Alkaline Diet Recipe #148: Cool Quinoa Summer Salad

Cool Quinoa Summer Salad

Well, of course summer is well in season in the UK and USA and here in Australia it’s definitely winter (in Melbourne especially!)…and so I felt the need to get all summer-y on y’all and bust out my fave new alkaline salad.

Yes. I have a favourite salad.

I love it because it’s got BIG flavours and it includes a helping of quinoa – my favourite ingredient (yes, got one of those too. Want to know my favourite colour?)

Alkaline Recipe of the Week: Cool Summer Quinoa Salad

Serves 2

Ingredients

A little box/punnet of cherry tomatoes (or about 15)
1 serve as per your pack instructions of quinoa (about 1/2 a cup dry I estimate)
1 carrot
1/2 bunch asparagus (about 6 spears)
1 avocado
A handful of baby peas
A handful of basil
A good pinch of sage leaves
A pinch of healthy salt (Celtic, Himalayan etc)
A pinch of black pepper
A dressing of olive oil with lemon juice – mix to suit your taste

Instructions

Alkaline Recipe BookFirstly, get the quinoa cooked and out of the way. The rough guide is to mix one part quinoa to five parts water, so do this (unless you pack says otherwise), bring to a boil and then simmer super-gently until the water has absorbed.

Next, you have two options with the beetroot and carrot.
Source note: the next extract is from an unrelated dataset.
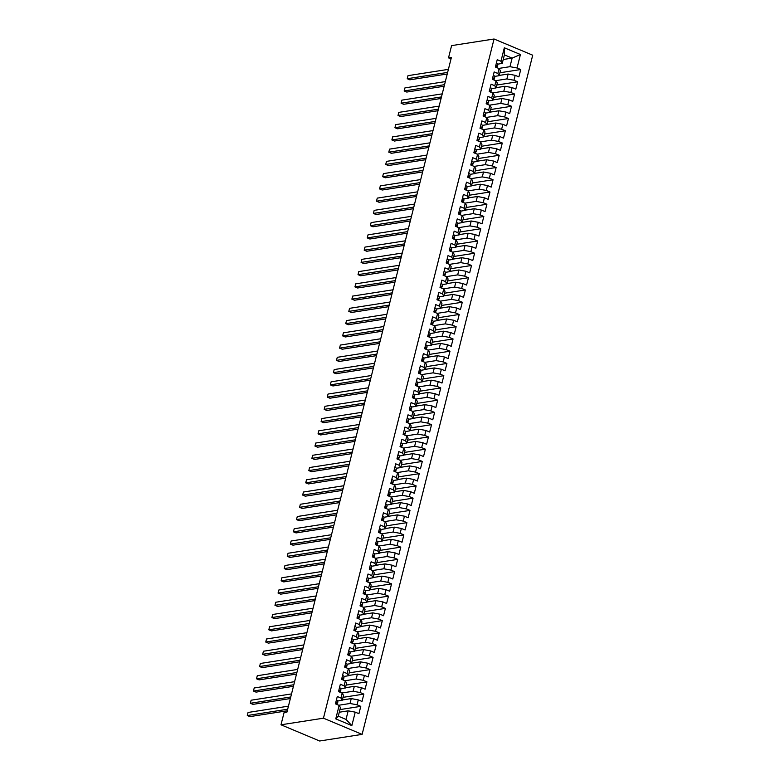 <?xml version="1.0" encoding="UTF-8"?>
<svg xmlns="http://www.w3.org/2000/svg" width="780" height="780" viewBox="0 0 780 780"><rect width="100%" height="100%" fill="white"/><g stroke="black" fill="none" stroke-linecap="round" stroke-linejoin="round"><path stroke-width="1.17" d="M362.115 734.38L532.711 55.204L494.052 39L323.456 718.185L362.115 734.38L319.654 741L280.995 724.795L323.456 718.185M351.848 725.615L335.761 718.867L339.144 705.393L340.441 707.596L338.286 716.167L346.018 719.413L351.848 725.615L355.231 712.14L358.936 713.69L360.779 706.349L357.074 704.788L358.303 699.894L362.017 701.444L363.86 694.102L360.155 692.542L361.384 687.648L365.089 689.198L366.931 681.856L363.226 680.297L364.455 675.402L368.17 676.952L370.012 669.611L366.308 668.05L367.536 663.156L371.241 664.706L373.084 657.365L369.379 655.804L370.607 650.91L374.322 652.46L376.165 645.118L372.46 643.558L373.688 638.664L377.393 640.214L379.236 632.873L375.531 631.312L376.76 626.418L380.474 627.968L382.317 620.626L378.602 619.067L379.84 614.172L383.546 615.722L385.388 608.38L381.683 606.821L382.912 601.926L386.627 603.476L388.469 596.135L384.755 594.575L385.993 589.68L389.698 591.23L391.54 583.879L387.835 582.328L389.064 577.434L392.779 578.984L394.622 571.633L390.907 570.082L392.145 565.188L395.85 566.738L397.693 559.387L393.988 557.837L395.216 552.942L398.931 554.492L400.774 547.141L397.059 545.591L398.297 540.696L402.002 542.246L403.845 534.895L400.14 533.344L401.369 528.45L405.083 530L406.926 522.649L403.211 521.099L404.45 516.194L408.154 517.754L409.997 510.403L406.292 508.852L407.521 503.948L411.235 505.508L413.078 498.157L409.363 496.606L410.602 491.702L414.307 493.262L416.149 485.911L412.444 484.36L413.673 479.456L417.388 481.016L419.231 473.665L415.516 472.115L416.754 467.21L420.459 468.77L422.302 461.419L418.597 459.869L419.825 454.964L423.53 456.524L425.383 449.173L421.668 447.623L422.906 442.718L426.611 444.278L428.454 436.927L424.749 435.377L425.977 430.472L429.683 432.032L431.535 424.681L427.82 423.13L429.058 418.226L432.764 419.786L434.606 412.435L430.901 410.885L432.13 405.98L435.835 407.54L437.687 400.189L433.973 398.639L435.211 393.734L438.916 395.294L440.758 387.943L437.053 386.392L438.282 381.488L441.987 383.048L443.84 375.697L440.125 374.147L441.363 369.242L445.068 370.802L446.911 363.451L443.206 361.891L444.434 356.996L448.139 358.556L449.992 351.205L446.277 349.645L447.515 344.75L451.22 346.3L453.063 338.959L449.358 337.399L450.587 332.504L454.291 334.055L456.144 326.713L452.429 325.153L453.668 320.258L457.373 321.808L459.215 314.467L455.51 312.907L456.739 308.012L460.444 309.562L462.296 302.221L458.581 300.661L459.82 295.766L463.525 297.317L465.368 289.975L461.662 288.415L462.891 283.52L466.596 285.07L468.448 277.729L464.734 276.169L465.972 271.274L469.677 272.825L471.52 265.483L467.815 263.923L469.043 259.028L472.748 260.578L474.601 253.237L470.886 251.677L472.115 246.782L475.829 248.332L477.672 240.991L473.967 239.431L475.195 234.536L478.901 236.086L480.753 228.745L477.038 227.185L478.267 222.29L481.981 223.841L483.824 216.499L480.119 214.939L481.348 210.044L485.053 211.595L486.905 204.253L483.19 202.693L484.419 197.798L488.134 199.349L489.976 191.997L486.272 190.447L487.5 185.552L491.205 187.102L493.058 179.751L489.343 178.201L490.571 173.306L494.286 174.857L496.129 167.505L492.424 165.955L493.652 161.06L497.357 162.611L499.21 155.259L495.495 153.709L496.723 148.814L500.438 150.364L502.281 143.013L498.576 141.463L499.805 136.568L503.509 138.118L505.362 130.767L501.647 129.217L502.876 124.312L506.591 125.872L508.433 118.521L504.728 116.971L505.957 112.066L509.662 113.627L511.514 106.275L507.8 104.725L509.028 99.82L512.743 101.38L514.585 94.029L510.88 92.479L512.109 87.574L515.814 89.135L517.667 81.783L513.952 80.233L515.18 75.329L518.895 76.888L520.738 69.537L499.892 72.784M503.236 59.495L512.129 58.11L520.416 54.512L504.328 47.775L500.945 61.24L497.231 59.689L495.388 67.031L499.093 68.591L497.864 73.486L494.159 71.936L492.307 79.277L496.022 80.837L494.793 85.732L491.078 84.181L489.235 91.523L492.94 93.083L491.712 97.978L488.007 96.428L486.154 103.769L489.869 105.329L488.641 110.224L484.926 108.673L483.083 116.015L486.788 117.575L485.56 122.47L481.855 120.919L480.002 128.261L483.717 129.821L482.488 134.716L478.774 133.166L476.931 140.517L480.636 142.067L479.407 146.962L475.702 145.411L473.85 152.763L477.565 154.313L476.336 159.208L472.622 157.657L470.779 165.009L474.484 166.559L473.255 171.454L469.55 169.903L467.698 177.255L471.412 178.805L470.184 183.7L466.469 182.149L464.627 189.501L468.331 191.051L467.103 195.946L463.398 194.395L461.546 201.747L465.26 203.297L464.032 208.201L460.317 206.641L458.474 213.993L462.179 215.543L460.951 220.447L457.246 218.887L455.393 226.239L459.108 227.789L457.88 232.694L454.165 231.133L452.322 238.485L456.027 240.035L454.798 244.939L451.094 243.38L449.241 250.731L452.956 252.281L451.727 257.185L448.012 255.625L446.17 262.977L449.875 264.527L448.646 269.431L444.941 267.872L443.098 275.223L446.803 276.773L445.575 281.677L441.86 280.118L440.017 287.469L443.723 289.019L442.494 293.923L438.789 292.363L436.946 299.715L440.651 301.265L439.423 306.169L435.708 304.61L433.865 311.961L437.57 313.511L436.342 318.415L432.637 316.856L430.794 324.207L434.499 325.757L433.27 330.661L429.556 329.101L427.713 336.453L431.418 338.003L430.19 342.907L426.485 341.348L424.642 348.699L428.347 350.249L427.118 355.154L423.404 353.594L421.561 360.945L425.266 362.505L424.037 367.399L420.332 365.849L418.49 373.191L422.194 374.751L420.966 379.645L417.251 378.095L415.409 385.437L419.113 386.997L417.885 391.892L414.18 390.341L412.337 397.683L416.042 399.243L414.814 404.137L411.099 402.587L409.256 409.929L412.961 411.489L411.733 416.383L408.028 414.833L406.185 422.175L409.89 423.735L408.661 428.63L404.947 427.079L403.104 434.421L406.809 435.981L405.581 440.875L401.875 439.325L400.033 446.667L403.738 448.227L402.509 453.122L398.794 451.571L396.952 458.913L400.657 460.473L399.428 465.368L395.723 463.817L393.88 471.159L397.585 472.719L396.357 477.613L392.642 476.063L390.799 483.405L394.514 484.965L393.276 489.86L389.571 488.309L387.728 495.651L391.433 497.211L390.205 502.106L386.49 500.555L384.647 507.897L388.362 509.457L387.124 514.351L383.419 512.801L381.576 520.153L385.281 521.703L384.052 526.597L380.338 525.047L378.495 532.399L382.21 533.949L380.971 538.843L377.267 537.293L375.424 544.645L379.129 546.195L377.9 551.09L374.185 549.539L372.343 556.891L376.058 558.441L374.819 563.335L371.114 561.785L369.272 569.137L372.976 570.687L371.748 575.582L368.033 574.031L366.19 581.383L369.905 582.933L368.667 587.837L364.962 586.277L363.119 593.629L366.824 595.179L365.596 600.083L361.881 598.523L360.038 605.875L363.753 607.425L362.515 612.329L358.81 610.769L356.967 618.121L360.672 619.671L359.444 624.575L355.729 623.015L353.886 630.367L357.601 631.917L356.363 636.821L352.657 635.261L350.815 642.613L354.52 644.163L353.291 649.067L349.586 647.507L347.734 654.859L351.448 656.409L350.21 661.313L346.505 659.753L344.662 667.105L348.368 668.655L347.139 673.559L343.434 671.999L341.581 679.351L345.296 680.901L344.058 685.805L340.353 684.245L338.51 691.597L342.215 693.147L340.987 698.051L337.282 696.491L335.429 703.843L339.144 705.393M520.416 54.512L517.033 67.987L520.738 69.537M280.995 724.795L284.076 712.55L286.952 712.101L451.396 57.418L448.519 57.866L451.025 58.91M499.229 75.416L508.131 74.032L506.893 78.926L495.651 80.681M515.18 75.329L508.131 74.032M513.952 80.233L506.893 78.926M504.328 47.775L504.397 54.873L502.242 63.443L497.815 64.135M500.945 61.24L502.242 63.443M496.158 87.662L505.05 86.278L503.822 91.172L492.57 92.927M512.109 87.574L505.05 86.278M510.88 92.479L503.822 91.172M499.093 68.591L500.399 70.785L499.161 75.689L494.735 76.382M497.864 73.486L499.161 75.689M493.077 99.908L501.979 98.524L500.741 103.418L489.499 105.173M509.028 99.82L501.979 98.524M507.8 104.725L500.741 103.418M496.022 80.837L497.318 83.031L496.09 87.935L491.663 88.627M494.793 85.732L496.09 87.935M490.006 112.154L498.898 110.77L497.669 115.664L486.418 117.419M505.957 112.066L498.898 110.77M504.728 116.971L497.669 115.664M492.94 93.083L494.247 95.277L493.009 100.181L488.582 100.873M491.712 97.978L493.009 100.181M486.925 124.4L495.827 123.016L494.588 127.91L483.346 129.665M502.876 124.312L495.827 123.016M501.647 129.217L494.588 127.91M489.869 105.329L491.166 107.533L489.938 112.427L485.511 113.119M488.641 110.224L489.938 112.427M483.853 136.646L492.745 135.262L491.517 140.156L480.265 141.911M499.805 136.568L492.745 135.262M498.576 141.463L491.517 140.156M486.788 117.575L488.095 119.779L486.856 124.673L482.43 125.366M485.56 122.47L486.856 124.673M480.773 148.892L489.674 147.508L488.436 152.402L477.194 154.157M496.723 148.814L489.674 147.508M495.495 153.709L488.436 152.402M483.717 129.821L485.014 132.025L483.785 136.919L479.359 137.611M482.488 134.716L483.785 136.919M477.701 161.138L486.593 159.754L485.365 164.648L474.123 166.403M493.652 161.06L486.593 159.754M492.424 165.955L485.365 164.648M480.636 142.067L481.942 144.271L480.704 149.165L476.278 149.857M479.407 146.962L480.704 149.165M474.62 173.384L483.522 172L482.284 176.894L471.042 178.649M490.571 173.306L483.522 172M489.343 178.201L482.284 176.894M477.565 154.313L478.861 156.517L477.633 161.411L473.206 162.103M476.336 159.208L477.633 161.411M471.549 185.63L480.441 184.246L479.212 189.14L467.971 190.895M487.5 185.552L480.441 184.246M486.272 190.447L479.212 189.14M474.484 166.559L475.79 168.763L474.552 173.657L470.125 174.349M473.255 171.454L474.552 173.657M468.468 197.876L477.37 196.492L476.131 201.386L464.89 203.141M484.419 197.798L477.37 196.492M483.19 202.693L476.131 201.386M471.412 178.805L472.709 181.009L471.481 185.903L467.054 186.595M470.184 183.7L471.481 185.903M465.397 210.122L474.289 208.738L473.06 213.642L461.819 215.387M481.348 210.044L474.289 208.738M480.119 214.939L473.06 213.642M468.331 191.051L469.638 193.255L468.4 198.149L463.973 198.841M467.103 195.946L468.4 198.149M462.325 222.368L471.217 220.984L469.979 225.888L458.738 227.633M478.267 222.29L471.217 220.984M477.038 227.185L469.979 225.888M465.26 203.297L466.557 205.501L465.328 210.395L460.902 211.088M464.032 208.201L465.328 210.395M459.244 234.614L468.136 233.23L466.908 238.134L455.666 239.879M475.195 234.536L468.136 233.23M473.967 239.431L466.908 238.134M462.179 215.543L463.486 217.747L462.257 222.641L457.821 223.333M460.951 220.447L462.257 222.641M456.173 246.86L465.065 245.476L463.827 250.38L452.585 252.125M472.115 246.782L465.065 245.476M470.886 251.677L463.827 250.38M459.108 227.789L460.405 229.993L459.176 234.887L454.75 235.579M457.88 232.694L459.176 234.887M453.092 259.106L461.984 257.722L460.756 262.626L449.514 264.371M469.043 259.028L461.984 257.722M467.815 263.923L460.756 262.626M456.027 240.035L457.334 242.239L456.105 247.133L451.669 247.826M454.798 244.939L456.105 247.133M450.021 271.352L458.913 269.968L457.675 274.872L446.433 276.617M465.972 271.274L458.913 269.968M464.734 276.169L457.675 274.872M452.956 252.281L454.252 254.485L453.024 259.379L448.598 260.072M451.727 257.185L453.024 259.379M446.94 283.598L455.832 282.214L454.603 287.118L443.362 288.863M462.891 283.52L455.832 282.214M461.662 288.415L454.603 287.118M449.875 264.527L451.181 266.731L449.953 271.625L445.517 272.317M448.646 269.431L449.953 271.625M443.869 295.844L452.761 294.46L451.523 299.364L440.281 301.119M459.82 295.766L452.761 294.46M458.581 300.661L451.523 299.364M446.803 276.773L448.1 278.977L446.872 283.871L442.445 284.564M445.575 281.677L446.872 283.871M440.788 308.1L449.68 306.706L448.451 311.61L437.209 313.365M456.739 308.012L449.68 306.706M455.51 312.907L448.451 311.61M443.723 289.019L445.029 291.223L443.8 296.117L439.364 296.81M442.494 293.923L443.8 296.117M437.716 320.346L446.608 318.952L445.37 323.856L434.128 325.611M453.668 320.258L446.608 318.952M452.429 325.153L445.37 323.856M440.651 301.265L441.948 303.469L440.719 308.363L436.293 309.055M439.423 306.169L440.719 308.363M434.635 332.592L443.527 331.198L442.299 336.102L431.057 337.857M450.587 332.504L443.527 331.198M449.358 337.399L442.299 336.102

If you have a Spiral Slicer use this to make carrot and beetroot spirals, but if not then you will want to grate them with a standard cheese grater into a bowl. Once grated, press with some kitchen roll/towel to get rid of some of the excess moisture.

While you’re spiralising or grating have the baby peas steaming gently for a few minutes to cook through and then put aside.

Slice or dice your avocado as you like and then mix all of this into a large bowl with the herbs (which you can roughly chop or rip) and set it all aside while you sort out yer’ tomatoes!

Now, you’re going to be grilling the tomatoes (surprise!) so chop them in half and drizzle with olive oil and place under the grill for about 5 minutes until they start to just blacken and are warmed.

With the tomatoes done you can mix it all up into a big bowl and dress with the olive oil and lemon juice.

There you have it – colorful, nutrition-ful and flavourful!

Optional anti-inflammatory extra: you can grate in some fresh turmeric for an anti-inflammatory hit! Be sure to wear gloves or be comfortable with getting yellow fingers! You can also add some fresh chilli, thinly sliced to spice it up if you want! I do!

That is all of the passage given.